Jingga bereskan semua foto yang berbau Amel di kamar Andra, bukan karena dia benci atau cemburu yang berlebih, tapi sebuah Fakta yang ia dapatkan tentang gadis bernama Amel itu entah kenapa membuatnya geram sendiri.

Dia mungkin bisa membiarkan Andra kembali mengingat Amel, tapi dengan satu syarat di mana hal itu tidak akan mudah untuk Amel penuhi, Jingga yakin Amel akan berlari menolak Andra dan meninggalkannya begitu saja.

Amel sudah berkeluarga, dia bukan gadis single yang ingin berubah menjadi baik. Dia seorang wanita yang sudah menikah dan mempunyai anak, suaminya tak jauh beda dari Andra, bedanya Andra bisa memberi uang yang lebih dengan imbalan yang mereka sebut sama kelamnya.

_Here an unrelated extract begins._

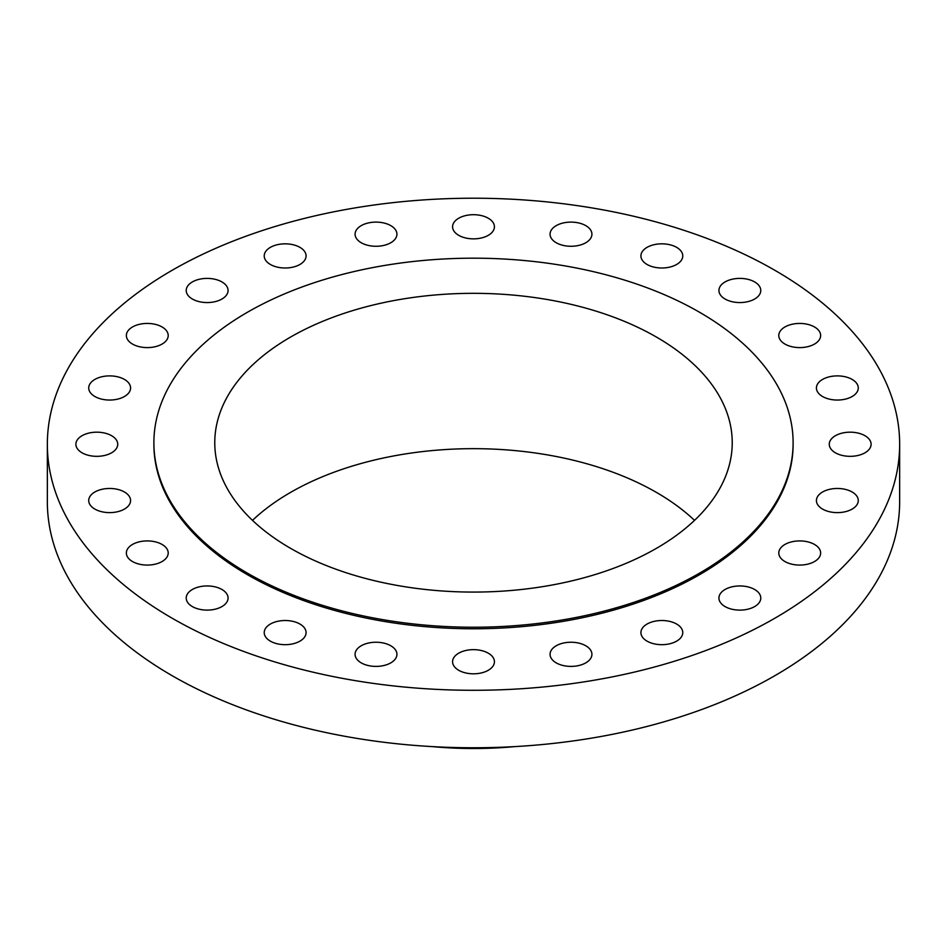 <?xml version="1.0" encoding="UTF-8"?>
<svg xmlns="http://www.w3.org/2000/svg" width="947" height="947" viewBox="0 0 947 947"><rect width="100%" height="100%" fill="white"/><g stroke="black" fill="none" stroke-linecap="round" stroke-linejoin="round"><path stroke-width="1.42" d="M162.079 326.975A20.929 12.086 0 0 0 139.268 324.359A20.929 12.086 0 0 0 126.353 335.522A20.929 12.086 0 0 0 132.485 344.057A20.929 12.086 0 0 0 155.284 346.685A20.929 12.086 0 0 0 168.211 335.522A20.929 12.086 0 0 0 162.079 326.975M124.448 379.427A20.929 12.086 0 0 0 101.637 376.811A20.929 12.086 0 0 0 88.722 387.974A20.929 12.086 0 0 0 94.854 396.509A20.929 12.086 0 0 0 117.653 399.125A20.929 12.086 0 0 0 130.579 387.974A20.929 12.086 0 0 0 124.448 379.427M111.616 435.715A20.929 12.086 0 0 0 88.805 433.099A20.929 12.086 0 0 0 75.89 444.261A20.929 12.086 0 0 0 82.022 452.796A20.929 12.086 0 0 0 104.821 455.412A20.929 12.086 0 0 0 117.736 444.261A20.929 12.086 0 0 0 111.616 435.715M124.448 492.002A20.929 12.086 0 0 0 101.637 489.386A20.929 12.086 0 0 0 88.722 500.549A20.929 12.086 0 0 0 94.854 509.084A20.929 12.086 0 0 0 117.653 511.7A20.929 12.086 0 0 0 130.579 500.549A20.929 12.086 0 0 0 124.448 492.002M162.079 544.454A20.929 12.086 0 0 0 139.268 541.838A20.929 12.086 0 0 0 126.353 552.989A20.929 12.086 0 0 0 132.485 561.535A20.929 12.086 0 0 0 155.284 564.152A20.929 12.086 0 0 0 168.211 552.989A20.929 12.086 0 0 0 162.079 544.454M221.941 589.496A20.929 12.086 0 0 0 199.13 586.868A20.929 12.086 0 0 0 186.216 598.031A20.929 12.086 0 0 0 192.348 606.577A20.929 12.086 0 0 0 215.147 609.193A20.929 12.086 0 0 0 228.073 598.031A20.929 12.086 0 0 0 221.941 589.496M299.95 624.049A20.929 12.086 0 0 0 277.151 621.433A20.929 12.086 0 0 0 264.225 632.596A20.929 12.086 0 0 0 270.357 641.143A20.929 12.086 0 0 0 293.168 643.759A20.929 12.086 0 0 0 306.082 632.596A20.929 12.086 0 0 0 299.95 624.049M390.803 645.783A20.929 12.086 0 0 0 367.992 643.155A20.929 12.086 0 0 0 355.078 654.318A20.929 12.086 0 0 0 361.209 662.864A20.929 12.086 0 0 0 384.02 665.481A20.929 12.086 0 0 0 396.935 654.318A20.929 12.086 0 0 0 390.803 645.783M488.297 653.193A20.929 12.086 0 0 0 465.486 650.565A20.929 12.086 0 0 0 452.571 661.728A20.929 12.086 0 0 0 458.703 670.275A20.929 12.086 0 0 0 481.514 672.891A20.929 12.086 0 0 0 494.429 661.728A20.929 12.086 0 0 0 488.297 653.193M585.791 645.783A20.929 12.086 0 0 0 562.98 643.155A20.929 12.086 0 0 0 550.065 654.318A20.929 12.086 0 0 0 556.197 662.864A20.929 12.086 0 0 0 579.008 665.481A20.929 12.086 0 0 0 591.922 654.318A20.929 12.086 0 0 0 585.791 645.783M676.643 624.049A20.929 12.086 0 0 0 653.832 621.433A20.929 12.086 0 0 0 640.918 632.596A20.929 12.086 0 0 0 647.05 641.143A20.929 12.086 0 0 0 669.849 643.759A20.929 12.086 0 0 0 682.775 632.596A20.929 12.086 0 0 0 676.643 624.049M754.652 589.496A20.929 12.086 0 0 0 731.853 586.868A20.929 12.086 0 0 0 718.927 598.031A20.929 12.086 0 0 0 725.059 606.577A20.929 12.086 0 0 0 747.87 609.193A20.929 12.086 0 0 0 760.784 598.031A20.929 12.086 0 0 0 754.652 589.496M814.515 544.454A20.929 12.086 0 0 0 791.716 541.838A20.929 12.086 0 0 0 778.789 552.989A20.929 12.086 0 0 0 784.921 561.535A20.929 12.086 0 0 0 807.732 564.152A20.929 12.086 0 0 0 820.647 552.989A20.929 12.086 0 0 0 814.515 544.454M852.146 492.002A20.929 12.086 0 0 0 829.347 489.386A20.929 12.086 0 0 0 816.421 500.549A20.929 12.086 0 0 0 822.552 509.084A20.929 12.086 0 0 0 845.363 511.7A20.929 12.086 0 0 0 858.278 500.549A20.929 12.086 0 0 0 852.146 492.002M864.978 435.715A20.929 12.086 0 0 0 842.179 433.099A20.929 12.086 0 0 0 829.264 444.261A20.929 12.086 0 0 0 835.384 452.796A20.929 12.086 0 0 0 858.195 455.412A20.929 12.086 0 0 0 871.11 444.261A20.929 12.086 0 0 0 864.978 435.715M852.146 379.427A20.929 12.086 0 0 0 829.347 376.811A20.929 12.086 0 0 0 816.421 387.974A20.929 12.086 0 0 0 822.552 396.509A20.929 12.086 0 0 0 845.363 399.125A20.929 12.086 0 0 0 858.278 387.974A20.929 12.086 0 0 0 852.146 379.427M221.941 281.934A20.929 12.086 0 0 0 199.13 279.318A20.929 12.086 0 0 0 186.216 290.48A20.929 12.086 0 0 0 192.348 299.015A20.929 12.086 0 0 0 215.147 301.643A20.929 12.086 0 0 0 228.073 290.48A20.929 12.086 0 0 0 221.941 281.934M299.95 247.368A20.929 12.086 0 0 0 277.151 244.752A20.929 12.086 0 0 0 264.225 255.915A20.929 12.086 0 0 0 270.357 264.462A20.929 12.086 0 0 0 293.168 267.078A20.929 12.086 0 0 0 306.082 255.915A20.929 12.086 0 0 0 299.95 247.368M390.803 225.646A20.929 12.086 0 0 0 367.992 223.03A20.929 12.086 0 0 0 355.078 234.193A20.929 12.086 0 0 0 361.209 242.728A20.929 12.086 0 0 0 384.02 245.356A20.929 12.086 0 0 0 396.935 234.193A20.929 12.086 0 0 0 390.803 225.646M488.297 218.236A20.929 12.086 0 0 0 465.486 215.62A20.929 12.086 0 0 0 452.571 226.783A20.929 12.086 0 0 0 458.703 235.318A20.929 12.086 0 0 0 481.514 237.946A20.929 12.086 0 0 0 494.429 226.783A20.929 12.086 0 0 0 488.297 218.236M585.791 225.646A20.929 12.086 0 0 0 562.98 223.03A20.929 12.086 0 0 0 550.065 234.193A20.929 12.086 0 0 0 556.197 242.728A20.929 12.086 0 0 0 579.008 245.356A20.929 12.086 0 0 0 591.922 234.193A20.929 12.086 0 0 0 585.791 225.646M676.643 247.368A20.929 12.086 0 0 0 653.832 244.752A20.929 12.086 0 0 0 640.918 255.915A20.929 12.086 0 0 0 647.05 264.462A20.929 12.086 0 0 0 669.849 267.078A20.929 12.086 0 0 0 682.775 255.915A20.929 12.086 0 0 0 676.643 247.368M814.515 326.975A20.929 12.086 0 0 0 791.716 324.359A20.929 12.086 0 0 0 778.789 335.522A20.929 12.086 0 0 0 784.921 344.057A20.929 12.086 0 0 0 807.732 346.685A20.929 12.086 0 0 0 820.647 335.522A20.929 12.086 0 0 0 814.515 326.975M754.652 281.934A20.929 12.086 0 0 0 731.853 279.318A20.929 12.086 0 0 0 718.927 290.48A20.929 12.086 0 0 0 725.059 299.015A20.929 12.086 0 0 0 747.87 301.643A20.929 12.086 0 0 0 760.784 290.48A20.929 12.086 0 0 0 754.652 281.934M432.021 746.591A260.638 150.478 0 0 0 514.979 746.591M457.65 747.597A273.955 158.161 0 0 0 489.35 747.597M47.35 444.261L47.35 501.732A426.15 246.031 0 0 0 172.165 675.708A426.15 246.031 0 0 0 636.585 729.036A426.15 246.031 0 0 0 899.65 501.732L899.65 444.261A426.15 246.031 0 0 0 774.835 270.286A426.15 246.031 0 0 0 310.415 216.946A426.15 246.031 0 0 0 47.35 444.261A426.15 246.031 0 0 0 172.165 618.225A426.15 246.031 0 0 0 636.585 671.565A426.15 246.031 0 0 0 899.65 444.261M153.888 442.699L153.888 444.261A319.613 184.523 0 0 0 247.498 574.734A319.613 184.523 0 0 0 595.805 614.733A319.613 184.523 0 0 0 793.113 444.261L793.113 442.699A319.613 184.523 0 0 0 699.502 312.226A319.613 184.523 0 0 0 351.195 272.227A319.613 184.523 0 0 0 153.888 442.699A319.613 184.523 0 0 0 247.498 573.184A319.613 184.523 0 0 0 595.805 613.183A319.613 184.523 0 0 0 793.113 442.699M656.449 337.073A258.732 149.377 0 0 0 374.491 304.697A258.732 149.377 0 0 0 214.768 442.699A258.732 149.377 0 0 0 290.551 548.325A258.732 149.377 0 0 0 572.509 580.712A258.732 149.377 0 0 0 732.232 442.699A258.732 149.377 0 0 0 656.449 337.073M694.506 520.365A258.732 149.377 0 0 0 656.449 492.416A258.732 149.377 0 0 0 252.494 520.365"/></g></svg>

Andra tidak tahu akan hal itu, fakta yang sangat menyakitkan bila Andra sampai tahu dan mungkin unit ini akan hancur bila dia tahu pada akhirnya. Itu bukan cinta indah seperti yang Andra bayangkan, hanya sebuah pemanfaatan yang tentunya semakin membuat Andra hancur.

"Daripada Kak Andra hancur nanti, lebih baik sekarang Jingga buat hancur!" gumam Jingga bertekad keras.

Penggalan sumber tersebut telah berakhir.